On ‘nut-picking’ (or, the caricaturing one’s political opponents)

Jamie Bartlett
4 min readJan 14, 2019

Fun hating Conservatives dinosaurs were outraged last week, when a video surfaced of recently elected Democratic Congresswoman Alexandria Ocasio-Cortez dancing in 2010. As you might expect, this back-fired because everyone correctly decided — and tweeted — that the video of her mimicking the dance sequence from The Breakfast Club was, in fact, great. Sounds about right, doesn’t it? However, I’ve just spent an extremely tedious hour trying to find some of these outraged Conservatives / Republicans who were upset by a young woman dancing in college, and I’m struggling. I found a couple of possibly Conservative-ish accounts mildly upset. But even world famous up-tighter Governor Mike Huckabee said he wasn’t bothered. That’s something I suppose, and maybe I’m just missing it. But does this really warrant the following headlines, which imply thatConservatives ­­– plural, en masse were outraged?

Daily Kos: ‘Video of Alexandria Ocasio-Cortez dancing in college shocks AOC-obsessed right wing — and nobody else’.

Newsweek: ‘Conservatives mock Alexandria Ocasio Cortez for College Dancing Video, Everyone Else Thinks it’s Adorable’.

NowThis News: ‘Conservatives tried to shame Alexandria Ocasio-Cortez by surfacing a video of her dancing in college — it backfired spectacularly’

What happened was this: a couple of weeks ago a video of Ocasio-Cortez dancing on a rooftop while at college was posted by an anonymous Twitter user called AnonymousQ1776, in a hapless attempt to embarrass or smear her. (AnonymousQ1776 is now deleted). This handle looks like someone involved in the absurd anti-establishment 4chan Qanon conspiracy. None of the media outlets I listed above produced any examples of Conservatives being ‘shocked’, or trying to smear her because of it, other than the original post by AnonymousQ1776. So, in effect, Newsweek — that highly respectable magazine — extrapolated ‘Conservatives’, which encompasses millions of people and a wide range of opinions, from a single anonymous, deleted, troll account. Maybe they were sitting on lots of other examples, but if so then they should probably include them, given the claim. As this spread, users repeated the generalisation to make wider political points. Andrew Weinstien, chair of the Democratic Lawyer Council, tweeted that ‘So Conservatives have a problem with Alexandria Ocasio-Cortez dancing in high school but are perfectly fine with Brett Kavanagh sitting on the Supreme Court’. There were lots of retweets on offer for this sort of take.

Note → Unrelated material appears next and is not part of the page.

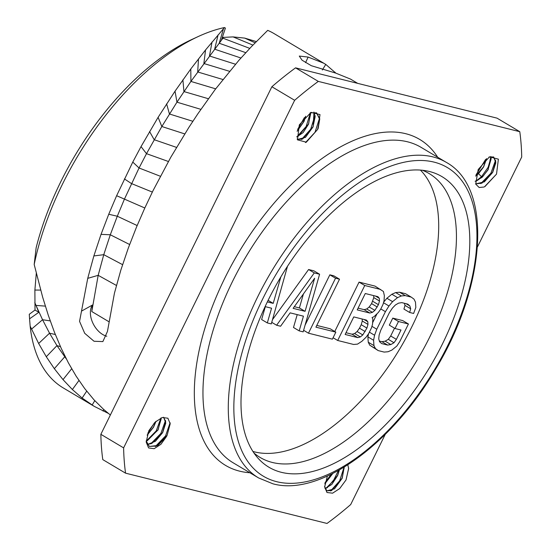 <?xml version="1.0" encoding="UTF-8"?>
<svg xmlns="http://www.w3.org/2000/svg" width="551" height="551" viewBox="0 0 551 551"><rect width="100%" height="100%" fill="white"/><g stroke="black" fill="none" stroke-linecap="round" stroke-linejoin="round"><path stroke-width="0.83" d="M222.308 37.44L233.094 36.903L244.706 38.109L256.408 41.594M34.19 264.501L36.132 247.805A198.422 102.176 -59.2 0 1 191.411 39.686L198.208 36.545A206.15 106.157 120.8 0 0 34.19 264.501L42.675 297.237L48.295 315.268L54.418 332.198L61.175 348.239L68.4 362.875L76.148 376.175L84.696 388.558L94.028 399.861L103.588 409.359L110.358 414.999M66.334 358.935L56.96 345.615L49.542 333.197L42.551 319.732L36.001 305.419L38.811 312.3L29.568 318.829L29.279 314.29L35.009 310.034L34.885 290.053L36.318 273.027M108.265 413.346L94.228 406.363L82.12 398.036L72.367 389.529L63.007 379.611L54.342 368.674L46.291 356.738L38.653 343.487L30.16 326.178L29.568 318.829M94.2 406.342L63.269 387.932A206.15 106.157 -59.2 0 1 30.16 326.178M357.682 83.359L350.505 79.089L335.642 73.069L311.322 65.707L302.031 60.176L299.283 56.071L308.133 57.07L305.564 62.642M35.009 310.034L38.811 312.3M322.349 69.998L325.758 64.405L274.15 33.639A206.15 106.157 120.8 0 0 267.71 30.36L251.525 46.539L238.838 60.383L215.207 89.462L197.905 113.726L188.903 127.357L170.782 157.269L153.061 190.598L144.803 208.023L136.434 227.253L128.3 248.081L120.8 270.231L114.443 293.173L107.445 331.44L102.865 341.586L94.028 341.262L84.696 333.286L79.558 321.385L87.733 278.351L93.856 255.946L101.04 234.361L108.74 214.256L116.626 195.708L132.777 162.077L141.028 146.607L158.103 117.335L175.039 91.177L190.791 68.978L205.564 49.927L224.471 27.55A206.15 106.157 120.8 0 0 198.208 36.545M224.471 27.55L225.407 28.108L221.399 40.189L222.962 38.177L219.215 43.247L223.499 28.659M324.029 63.331L308.133 57.07M325.758 64.405L335.834 73.118M81.548 311.095L92.478 305.013A18.934 12.136 -119.1 0 0 92.775 322.893A18.934 12.136 -119.1 0 0 106.791 336.248M92.478 305.013L91.79 311.529L98.174 275.328L103.76 254.679L110.303 234.774L117.301 216.226L124.45 199.09L139.059 167.993L146.497 153.667L161.829 126.516L176.954 102.169L190.915 81.424L219.215 43.247L245.739 52.662M295.556 67.849L318.32 81.403L519.786 131.689L497.023 118.141L295.556 67.849A294.392 151.594 120.8 0 0 271.877 86.748L100.854 434.319A294.392 151.594 120.8 0 0 102.782 459.61L125.552 473.164L327.019 523.45A294.392 151.594 -59.2 0 0 350.698 504.551L385.218 434.388M477.462 246.931L521.721 156.98A294.392 151.594 -59.2 0 0 519.786 131.689M318.32 81.403A294.392 151.594 120.8 0 0 294.647 100.296L123.617 447.873A294.392 151.594 120.8 0 0 125.552 473.164M146.187 440.903L149.293 446.455L157.806 445.483L166.567 436.44L167.118 435.297L156.574 446.021L149.245 446.427M166.567 436.44L160.933 444.292L154.156 448.693L148.584 447.935L146.194 442.054L148.825 430.737L155.148 422.121L162.29 417.506L167.897 418.216L170.19 423.809L167.118 435.297M347.826 464.865L348.645 468.584L346.021 479.962L339.705 488.565L332.577 493.186L326.97 492.498L324.656 486.946L327.363 476.085M316.55 112.817L319.69 119.367L317.61 129.451L306.328 142.192L297.45 139.837L299.317 124.891L311.012 112.356L319.993 114.574L318.175 128.328L319.759 118.802L316.605 112.859L310.123 112.824M317.61 129.451L318.175 128.328M484.887 186.617L496.52 174.116L498.386 159.156L489.481 156.828L478.185 169.536L475.713 184.096L479.156 187.512L484.033 187.016M100.854 434.319L123.617 447.873M271.877 86.748L294.647 100.296M147.365 444.512L155.41 441.289L162.655 432.638L165.775 423.051L163.613 417.217L165.665 421.735L162.538 432.569L151.931 443.355L147.324 444.45M170.094 422.679L165.569 435.903L155.292 446.565M165.514 420.427L160.851 433.458L150.74 443.851M146.235 441.234L158.096 429.925L161.106 417.933M161.009 417.975L161.119 419.056L157.985 429.856L147.427 440.614L146.215 441.131M147.158 435.173L153.543 427.218L156.029 421.301M155.85 421.467L153.433 427.149L147.227 434.946M160.94 418.009L156.209 430.896L146.215 441.124M154.432 422.851L147.771 433.3M346.021 479.962L348.631 468.474M330.524 490.982L339.636 480.878L344.051 467.227M325.972 488.276L333.279 480.989L338.397 470.52M344.12 467.186L342.095 478.172L331.695 490.514L326.743 490.81M339.258 470.037L337.543 475.465L327.198 487.78L325.021 488.503M325.056 488.585L331.805 484.453L337.653 475.534L339.402 469.955M332.618 473.578L324.849 483.702M325.042 482.655L331.172 474.294M324.642 486.574L326.791 490.838L334.519 488.84L342.205 478.24L344.217 467.124M324.828 483.874L332.811 473.481M313.905 112.087L315.138 116.75L313.037 126.723L302.644 139.059L297.678 139.355M305.481 142.557L315.034 132.288L319.559 118.079M301.459 139.527L310.695 129.216L315.007 115.366M296.748 136.972L303.16 132.564L308.594 124.078L310.557 112.659M297.127 138.928L297.733 139.389L305.461 137.392L313.147 126.785L313.98 112.087M296.906 136.82L306.129 126.523L310.454 112.693L310.585 114.029L308.484 124.009L298.112 136.338L296.741 136.868M297.616 129.457L304.393 117.583M305.536 116.385L303.925 121.303L297.203 131.069M297.154 131.283L304.042 121.365L305.702 116.227M493.606 156.939L495.721 161.539L492.587 172.325L482.001 183.097L475.637 183.882M490.769 156.532L491.161 158.736L488.034 169.618L482.986 176.327L477.462 180.384L475.162 181.231M496.52 174.116L484.543 186.768M495.569 160.183L490.9 173.214L480.789 183.614M491.017 157.476L488.145 167.284L481.471 176.726L476.236 180.9M475.651 183.917L484.37 181.858L492.704 172.394L495.824 162.807L493.662 156.973L489.012 157.063M475.692 176.127L478.543 173.682L483.599 166.974L486.595 158.64M475.162 181.327L482.159 177.284L488.152 169.68L490.851 156.518M485.603 159.453L476.036 174.874M486.45 158.75L483.482 166.905L475.74 175.948M429.408 171.492A169.102 87.079 -59.2 0 1 442.584 343.666A169.102 87.079 -59.2 0 1 281.382 472.324A169.102 87.079 -59.2 0 1 257.992 458.15A169.102 87.079 -59.2 0 1 280.576 277.367A169.102 87.079 -59.2 0 1 428.719 171.32A169.102 87.079 -59.2 0 1 429.408 171.492M253.977 453.012A165.197 85.068 -59.2 0 0 260.175 457.475A165.197 85.068 -59.2 0 0 272.366 462.468A165.197 85.068 120.8 0 0 424.043 347.998A165.197 85.068 120.8 0 0 429.167 173.565A165.197 85.068 120.8 0 0 422.286 170.238M420.42 170.073A165.197 85.068 -59.2 0 1 400.88 347.047A165.197 85.068 -59.2 0 1 254.631 451.91A165.197 85.068 -59.2 0 1 252.943 451.455M265.341 306.666L261.622 319.532L267.311 322.92L271.299 323.912L287.512 266.223M297.216 314.621L293.49 327.487L299.186 330.875L303.167 331.867L319.601 274.233L313.912 270.844L308.594 269.522L272.518 319.628M316.777 325.421L330.145 328.754L335.834 332.143L315.916 327.17L339.519 279.205L333.83 275.817L329.842 274.825L305.089 325.131M333.079 337.742L337.694 340.484L353.632 344.465L357.523 344.12L361.911 341.276L366.201 337.095L368.591 333.748L371.47 327.9L372.531 324.229L372.848 319.05L372.09 317.548L373.998 316.708L378.289 312.527L380.679 309.18L382.986 304.503L384.047 300.825L384.357 295.653L383.427 291.479L374.99 286.093L359.059 282.112L334.76 331.502M408.436 323.995L402.74 320.606L392.78 318.12L389.33 325.138L395.019 328.527L400.997 330.015L396.389 339.375L393.999 342.722L390.859 344.561L387.628 345.071L381.65 343.576L379.57 341.744L378.73 338.906L379.129 335.063L380.769 330.221L389.399 312.672L392.367 308.161L395.425 304.978L398.566 303.14L401.796 302.63L407.774 304.124L409.854 305.957L410.695 308.794L409.634 312.465L413.615 313.464L415.833 307.451L415.475 302.106L413.973 299.103L411.225 297.106L405.254 295.611L401.355 295.956L397.547 297.63L392.587 301.645L388.958 305.998L385.418 311.68L376.781 329.229L374.57 335.242L373.592 340.256L373.95 345.594L375.451 348.597L378.2 350.594L384.171 352.089L388.069 351.745L391.871 350.071L396.83 346.056L399.799 341.537L408.436 323.995L398.476 321.508L395.019 328.527M394.516 328.224L390.7 335.986L388.31 339.333L385.163 341.172L381.933 341.682L379.363 341.041M404.372 303.277L405.006 305.406L403.938 309.083L409.634 312.465M411.225 297.106L405.536 293.717L399.558 292.223L395.666 292.567L391.857 294.241L386.898 298.256L383.675 302.12M377.042 313.739L372.628 322.721M368.474 333.913L367.903 336.868L368.254 342.205L369.762 345.208L378.2 350.594M265.121 306.611L271.567 308.216L267.311 322.92M280.865 276.871L273.206 303.374L267.352 301.914M268.117 300.343L273.206 303.374M319.601 274.233L314.29 272.91L276.609 325.242L280.59 326.233L290.157 312.858L303.436 316.171L299.186 330.875M308.594 269.522L314.29 272.91M271.746 322.342L276.609 325.242M314.642 278.248L305.075 311.329L293.125 308.346L314.642 278.248M303.436 293.917L299.386 307.94L305.075 311.329M299.386 307.94L294.317 306.673M329.842 274.825L335.538 278.214L308.477 333.197L332.384 339.161L335.834 332.143M303.615 330.297L308.477 333.197M339.519 279.205L335.538 278.214M359.059 282.112L364.748 285.501L337.694 340.484M380.686 289.482L364.748 285.501M365.279 293.518L377.896 296.665L379.308 298.332L379.487 301.004L378.427 304.682L374.88 310.365L372.4 312.369L369.838 313.044L357.22 309.896L365.279 293.518M366.911 328.079L362.792 334.932L360.313 336.936L357.751 337.611L345.133 334.464L353.77 316.915L366.381 320.062L367.799 321.729L367.972 324.401L366.911 328.079L361.222 324.691L359.493 328.196L365.182 331.585M373.661 295.611L373.798 297.616L371.581 303.629L369.191 306.976L366.711 308.98L364.142 309.655L358.081 308.14M375.513 296.073L379.308 298.332M373.798 297.616L379.487 301.004M372.731 301.294L378.427 304.682M371.581 303.629L377.277 307.017M369.191 306.976L374.88 310.365M366.711 308.98L372.4 312.369M364.142 309.655L369.838 313.044M359.493 328.196L357.103 331.544L354.624 333.548L352.055 334.223L345.994 332.708M362.152 319.008L362.282 321.013L361.222 324.691M357.103 331.544L362.792 334.932M354.624 333.548L360.313 336.936M352.055 334.223L357.751 337.611M363.997 319.47L367.799 321.729M362.282 321.013L367.972 324.401M369.762 345.208L375.451 348.597M368.254 342.205L373.95 345.594M367.903 336.868L373.592 340.256M369.377 332.15L374.57 335.242M371.925 326.337L376.781 329.229M380.803 308.932L385.418 311.68M383.496 302.74L388.958 305.998M386.898 298.256L392.587 301.645M391.857 294.241L397.547 297.63M395.666 292.567L401.355 295.956M399.558 292.223L405.254 295.611M405.006 305.406L410.695 308.794M406.053 303.691L409.854 305.957M381.933 341.682L387.628 345.071M385.163 341.172L390.859 344.561M388.31 339.333L393.999 342.722M390.7 335.986L396.389 339.375M392.78 318.12L398.476 321.508M103.822 409.572L103.009 411.046M94.779 400.673L92.113 405.068M86.693 391.162L82.12 398.036M78.958 380.479L72.367 389.529M71.671 368.764L63.007 379.611M65.376 357.048L64.722 356.807L54.342 368.674M60.458 346.648L56.96 345.615L46.291 356.738M55.334 334.519L49.542 333.197L38.653 343.487M50.231 320.889L42.551 319.732L31.51 329.126M34.789 302.547L36.001 305.419L45.34 306.129M40.657 290.081L34.885 290.053M223.589 37.31L222.962 38.177L249.748 48.385M252.93 45.099L233.094 36.903M255.175 42.826L244.706 38.109M256.38 41.614L255.995 41.421M108.761 321.632L91.79 311.529M116.413 285.446L98.174 275.328L87.733 278.351M122.57 264.652L103.76 254.679L93.856 255.946M129.63 244.506L110.303 234.774L101.04 234.361M137.151 225.545L117.301 216.226L108.74 214.256M144.817 207.996L116.626 195.708M152.338 192.072L131.469 183.566L124.381 178.91M160.375 176.265L139.059 167.993L132.777 162.077M168.406 161.498L146.497 153.667L141.028 146.607M176.513 147.392L154.17 139.699L149.569 131.544M184.75 133.914L161.829 126.516L158.103 117.335M192.85 121.289L169.439 113.988L166.616 103.864M200.901 109.36L176.954 102.169L175.039 91.177M208.402 98.732L183.931 91.562L182.898 79.812M215.675 88.842L190.915 81.424L190.791 68.978M222.914 79.502L197.699 71.961L198.498 58.895M229.567 71.32L203.863 63.517L205.564 49.927M235.518 64.24L209.47 55.988L212.039 41.979M240.925 58L214.656 49.197L218.1 34.851M334.643 72.828L335.049 72.243M437.694 157.242A189.696 97.679 120.8 0 0 405.694 133.693A189.696 97.679 120.8 0 0 224.87 278.014A189.696 97.679 120.8 0 0 239.644 471.16A189.696 97.679 120.8 0 0 249.892 472.758M478.543 173.682L481.471 176.726L482.986 176.327M446.393 162.421L421.067 147.344A183.593 94.538 120.8 0 0 407.52 141.8A183.593 94.538 120.8 0 0 238.962 269.005A183.593 94.538 120.8 0 0 233.266 462.861L258.598 477.937A183.593 94.538 -59.2 0 1 264.287 284.082A183.593 94.538 -59.2 0 1 432.852 156.877A183.593 94.538 -59.2 0 1 446.393 162.421C493.014 188.029 486.113 286.072 435.627 369.08C391.616 444.657 319.566 496.823 272.91 483.799L258.598 477.937M276.767 481.705A179.647 92.506 -59.2 0 1 262.772 298.787A179.647 92.506 -59.2 0 1 434.03 162.111A179.647 92.506 -59.2 0 1 448.018 345.022A179.647 92.506 -59.2 0 1 276.767 481.705M165.651 421.735L165.624 421.171M151.918 443.348L151.532 443.534M170.169 423.437L170.19 423.809M147.427 440.614L147.055 440.786M348.611 467.916L348.645 468.584M331.309 490.693L331.688 490.507M344.155 467.503L344.182 468.15M324.622 486.244L324.656 486.946M319.676 119.367L319.656 118.851M315.131 116.75L315.096 116.089M305.75 142.454L306.322 142.172M495.714 161.539L495.686 161.009M491.148 158.736L491.127 158.24"/></g></svg>

This article isn’t about defending poor, unfairly maligned Conservatives. (Plenty of high-profile Conservatives have made unfair, personal attacks on Ocasio-Cortez, including ludicrous claims about her clothes). Plus, I thought the video of her dancing was great. It’s about a much larger trend, of which this story is one example: nut-picking.

Nut-picking is the practice of dredging through the online comments of your political opponents to find the most extreme, outlandish, offensive or idiotic view, and then taking it to be typical. The constant exaggeration and caricaturing of one’s opponents is a defining feature of political debate online these days. One common version is those stories I keep reading about snowflakes apparently agitating to ban free speech, or Christmas, or men, or whatever. Another is the ‘Twitter was outraged’ story. James Bond carrying his baby in a papoose: Twitter was outraged. Jamie Oliver launches a new dish: Twitter was outraged. Who’s Twitter exactly? When you actually dig into these stories, you’ll often end up chasing apparitions, finding there is no ground zero anger. Perhaps a couple of Twitter users. But there is a lot of outrage about the outrage. It’s a circular self-perpetuating anger machine: a few weeks back, after the Corbyn lip-reading incident in the House of Commons, #stupidwoman was trending. It was trending because everyone kept tweeting about how furious they were that it was trending.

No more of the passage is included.